## Precalculus (6th Edition) Blitzer

The required values are $f\left( g\left( x \right) \right)=x$ and $g\left( f\left( x \right) \right)=x$. And the functions $f\left( x \right)=\sqrt[3]{x-4}$ and $g\left( x \right)={{x}^{3}}+4$ are inverses of each other.

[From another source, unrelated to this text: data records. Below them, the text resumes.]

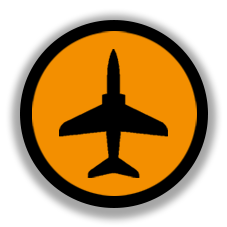
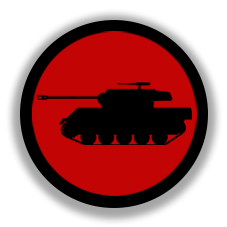
Before/after of a 227x227 layered artwork. What changed in the layer stack:
hid "空军黑", painted on it over left=39, top=49, right=190, bottom=178
added layer "陆军黑" in group "军队" over left=37, top=82, right=192, bottom=145
moved "国家" out of group "军队" over left=32, top=31, right=197, bottom=196
hid "校长", painted on it over left=32, top=31, right=197, bottom=196
showed "毛熊", painted on it over left=32, top=31, right=197, bottom=196
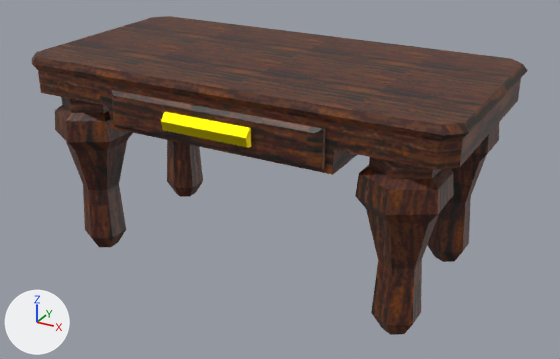
A saved change to the FBX model Assets/Models/HardwoodTable.fbx.
Before and after are seen from a 50 mm camera at (1.94, -3.45, 2.18) aimed at (0.06, -0.04, 0.47). Every picture has the same lights, and +X, +Y and +Z are marked at lower left.

The older version as bpy lines, for what is in view:
```python
mat_material = principled_material('Material')
mat_material.texture = img_pixelized_wood_png
me_cube_002 = bpy.data.meshes.new('Cube.002')
me_cube_002.from_pydata(...)  # 284 vertices, 256 faces; spans x -1.19..1.19, y -0.67..0.62, z 0.0..1.13
# faces by material slot: [248, 8]
me_cube_002.materials.append(mat_material)  # picture img_pixelized_wood_png
me_cube_002.materials.append(mat_material_001)  # yellow #e7d80c
ob_cube_001 = bpy.data.objects.new('Cube.001', me_cube_002)
ob_cube_001.location = (0.0, 0.0, 0.0)
```
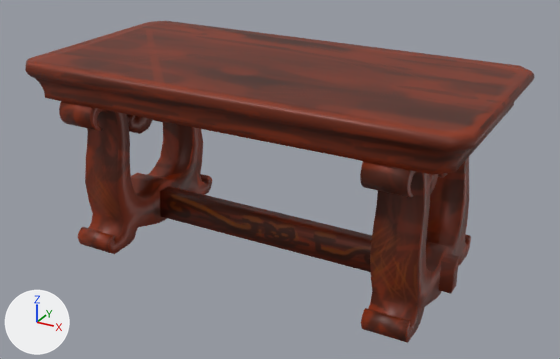
Scene script edits in JSON lines:
```json
{"op": "add", "block": "img_newtabletexture_png", "code": ["img_newtabletexture_png = load_image('newtabletexture.png', '../Textures/newtabletexture.png', 1024, 1024, 'sRGB')"]}
{"op": "set", "path": "mat_material.texture", "old": "img_pixelized_wood_png", "new": "img_newtabletexture_png"}
{"block": "me_cube_002", "where": "# used by ob_cube_001; location = (0.0, 0.0, 0.0)"}
{"op": "remove", "block": "me_cube_002", "code": "me_cube_002.from_pydata(...)  # 284 vertices, 256 faces; spans x -1.19..1.19, y -0.67..0.62, z 0.0..1.13"}
{"op": "add", "block": "me_cube_002", "code": "me_cube_002.from_pydata(...)  # 1377 vertices, 1360 faces; spans x -1.23..1.23, y -0.61..0.61, z 0.0..1.1"}
{"block": "me_cube_002", "change": "me_cube_002 part 1: the loose piece of 52 vertices spanning x -1.19..1.19, y -0.6..0.6, z 0.82..1.13 is rebuilt with 160 vertices and now spans x -1.23..1.23, y -0.61..0.61, z 0.91..1.1"}
{"block": "me_cube_002", "change": "me_cube_002 part 2: a new loose piece of 490 vertices spanning x -1.0..-0.76, y -0.59..0.59, z 0.0..0.95, in mat_material (picture img_newtabletexture_png)"}
{"block": "me_cube_002", "change": "me_cube_002 part 3: a new loose piece of 442 vertices spanning x 0.76..1.0, y -0.59..0.59, z 0.0..0.95, in mat_material (picture img_newtabletexture_png)"}
{"block": "me_cube_002", "change": "me_cube_002 part 4: a new loose piece of 156 vertices spanning x -0.94..-0.8, y -0.37..0.37, z 0.62..0.96, in mat_material (picture img_newtabletexture_png)"}
{"block": "me_cube_002", "change": "me_cube_002 part 5: a new loose piece of 116 vertices spanning x 0.8..0.94, y -0.37..0.37, z 0.62..0.96, in mat_material (picture img_newtabletexture_png)"}
{"block": "me_cube_002", "change": "me_cube_002 part 6: a new loose piece of 13 vertices spanning x -1.06..1.06, y -0.04..0.04, z 0.05..0.22, in mat_material (picture img_newtabletexture_png)"}
{"block": "me_cube_002", "change": "me_cube_002 part 7: the loose piece of 12 vertices spanning x -0.59..0.59, y -0.62..-0.41, z 0.84..1.04 is deleted"}
{"block": "me_cube_002", "change": "me_cube_002 part 8: the loose piece of 12 vertices spanning x -0.23..0.23, y -0.67..-0.57, z 0.89..0.99 is deleted"}
{"block": "me_cube_002", "change": "me_cube_002 part 9"}
{"block": "me_cube_002", "change": "104 vertices are removed from x -1.09..-0.71, y -0.62..0.62, z 0.0..1.02"}
{"block": "me_cube_002", "change": "94 faces are deleted"}
{"block": "me_cube_002", "change": "me_cube_002 part 10"}
{"block": "me_cube_002", "change": "104 vertices are removed from x 0.71..1.09, y -0.62..0.62, z 0.0..1.02"}
{"block": "me_cube_002", "change": "94 faces are deleted"}
{"block": "me_cube_002", "change": "me_cube_002 part 11: the surface is now shaded smooth"}
{"op": "remove", "block": "me_cube_002", "code": "me_cube_002.materials.append(mat_material_001)  # yellow #e7d80c"}
```

Where the change shows, as pixel boxes (x1, y1, x2, y2) in the pictures (560 x 359 px):
```json
{"object": "Cube.001", "change": "surface changed, reshaped", "before": [32, 16, 528, 335], "after": [25, 21, 535, 343]}
{"part": 1, "of": "me_cube_002", "change": "rebuilt", "before": [32, 16, 528, 175], "after": [25, 21, 535, 175]}
{"part": 2, "of": "me_cube_002", "change": "added", "after": [59, 101, 212, 254], "on screen": "red"}
{"part": 3, "of": "me_cube_002", "change": "added", "after": [360, 157, 471, 343], "on screen": "brown"}
{"part": 4, "of": "me_cube_002", "change": "added", "after": [127, 114, 164, 134]}
{"part": 5, "of": "me_cube_002", "change": "added", "after": [429, 173, 448, 194]}
{"part": 6, "of": "me_cube_002", "change": "added", "after": [160, 186, 459, 293], "on screen": "red"}
{"part": 7, "of": "me_cube_002", "change": "deleted", "before": [111, 89, 326, 170], "on screen": "brown"}
{"part": 8, "of": "me_cube_002", "change": "deleted", "before": [161, 112, 251, 147], "on screen": "yellow"}
{"part": 9, "of": "me_cube_002", "change": "deleted", "before": [55, 97, 203, 247], "on screen": "brown"}
{"part": 10, "of": "me_cube_002", "change": "deleted", "before": [355, 123, 499, 335], "on screen": "brown"}
```
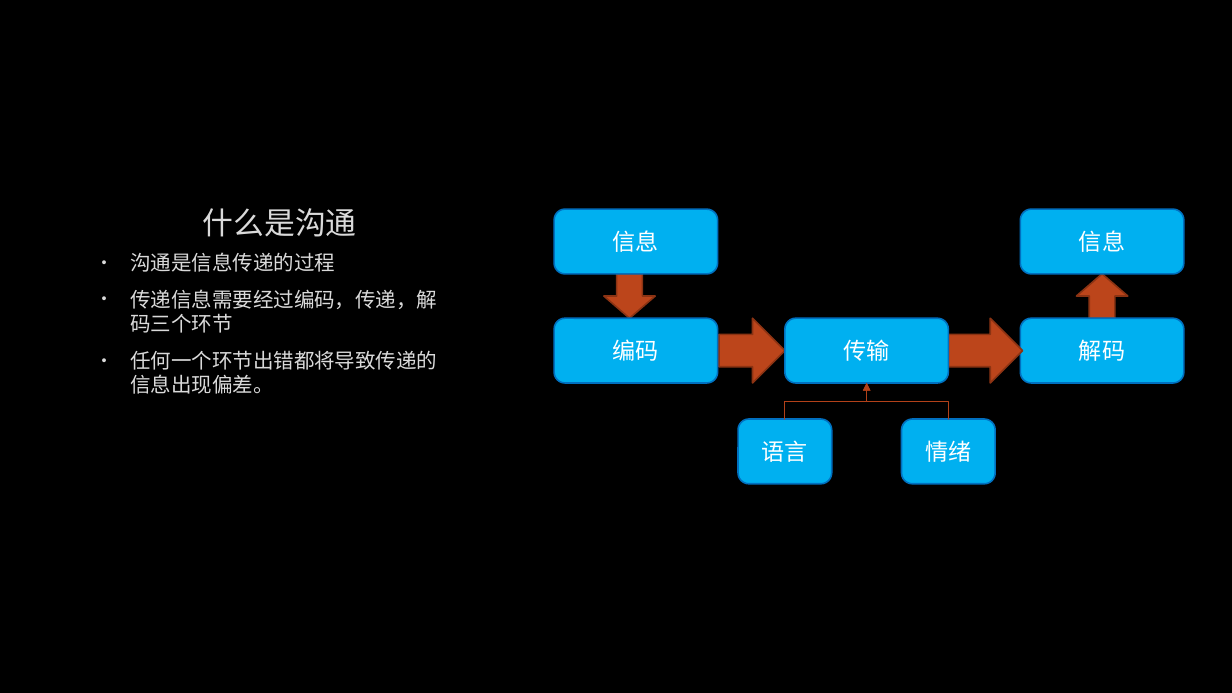
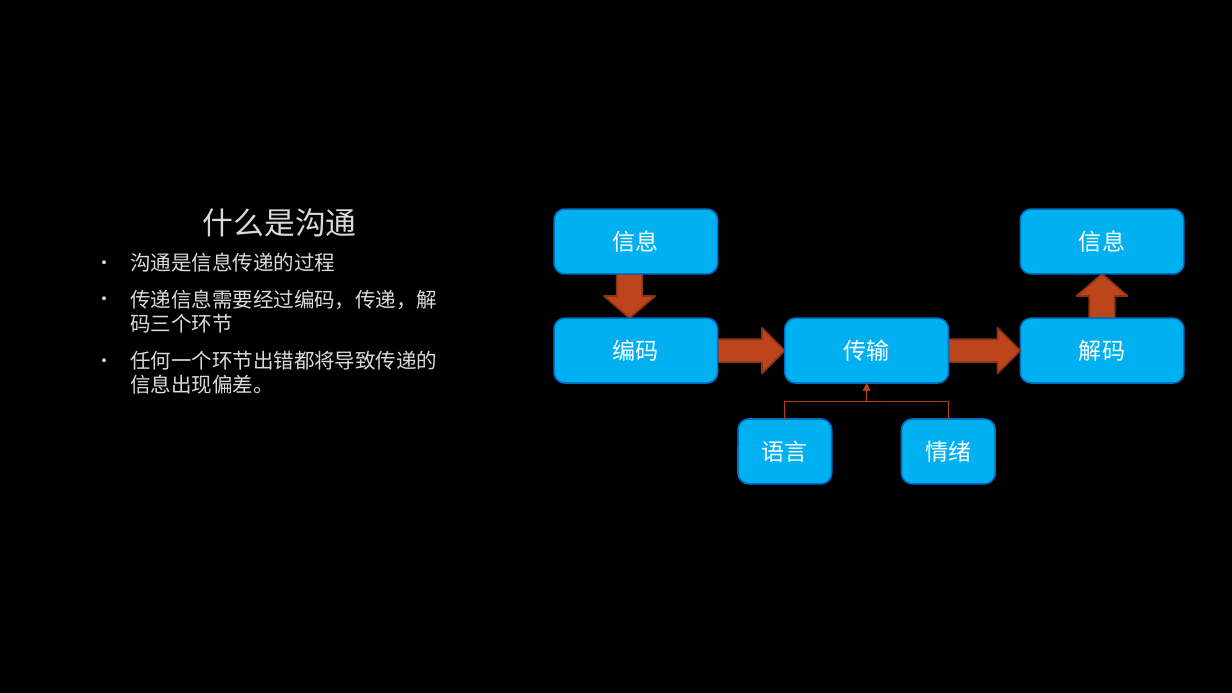
Before and after one commit to albertclass/Lessons, a slide deck: slide 6 of communication/策划与程序沟通技巧.pptx. Drawn at 1232x693 pixels with LibreOffice and Linux fonts; fonts in the diff are those of the drawing; background and template pictures are left out. Boxes give left, top, right and bottom in pixels: in the first picture for what was removed or moved away, otherwise in the second. Text is boxed around its words. In the diff, an @@ line names an element or a change of style, - is before the commit and + after.

```diff
--- a/communication/策划与程序沟通技巧.pptx
+++ b/communication/策划与程序沟通技巧.pptx
@@ right arrow: place and size @@
-right arrow at (719, 318, 785, 383)
+right arrow at (718, 328, 786, 374)
@@ right arrow: place and size @@
-right arrow at (948, 318, 1022, 383)
+right arrow at (948, 328, 1020, 374)
```
Also in this commit, not shown: 1 other slide changed, 1 other file.

Consider the functions: $f\left( x \right)=\sqrt[3]{x-4}$ and $g\left( x \right)={{x}^{3}}+4$ The equation for $f$ is given as: $f\left( x \right)=\sqrt[3]{x-4}$ Replace $x$ with $g\left( x \right)$ \begin{align} & f\left( g\left( x \right) \right)=\sqrt[3]{g\left( x \right)-4} \\ & =\sqrt[3]{\left( {{x}^{3}}+4 \right)-4} \\ & =\sqrt[3]{{{x}^{3}}} \\ & =x \end{align} Now, to find $g\left( f\left( x \right) \right)$ Consider the function $g\left( x \right)$: $g\left( x \right)={{x}^{3}}+4$ Replace $x$ with $f\left( x \right)$ \begin{align} & g\left( f\left( x \right) \right)={{\left( f\left( x \right) \right)}^{3}}+4 \\ & ={{\left( \sqrt[3]{x-4} \right)}^{3}}+4 \\ & =\left( x-4 \right)+4 \\ & =x \end{align} Because $g$ is inverse of $f$ (and vice-versa), the inverse notation can be used: $f\left( x \right)=\sqrt[3]{x-4}$ and $\text{ }{{f}^{-1}}\left( x \right)={{x}^{3}}+4$ It can be easily observed that ${{f}^{-1}}$ can be expressed in $f$ if cube root property is applied. \begin{align} & \text{ }{{f}^{-1}}\left( x \right)={{x}^{3}}+4 \\ & =g\left( x \right) \end{align} Hence, the required values are $f\left( g\left( x \right) \right)=x$ and $g\left( f\left( x \right) \right)=x$. And the functions $f\left( x \right)=\sqrt[3]{x-4}$ and $g\left( x \right)={{x}^{3}}+4$ are inverses of each other.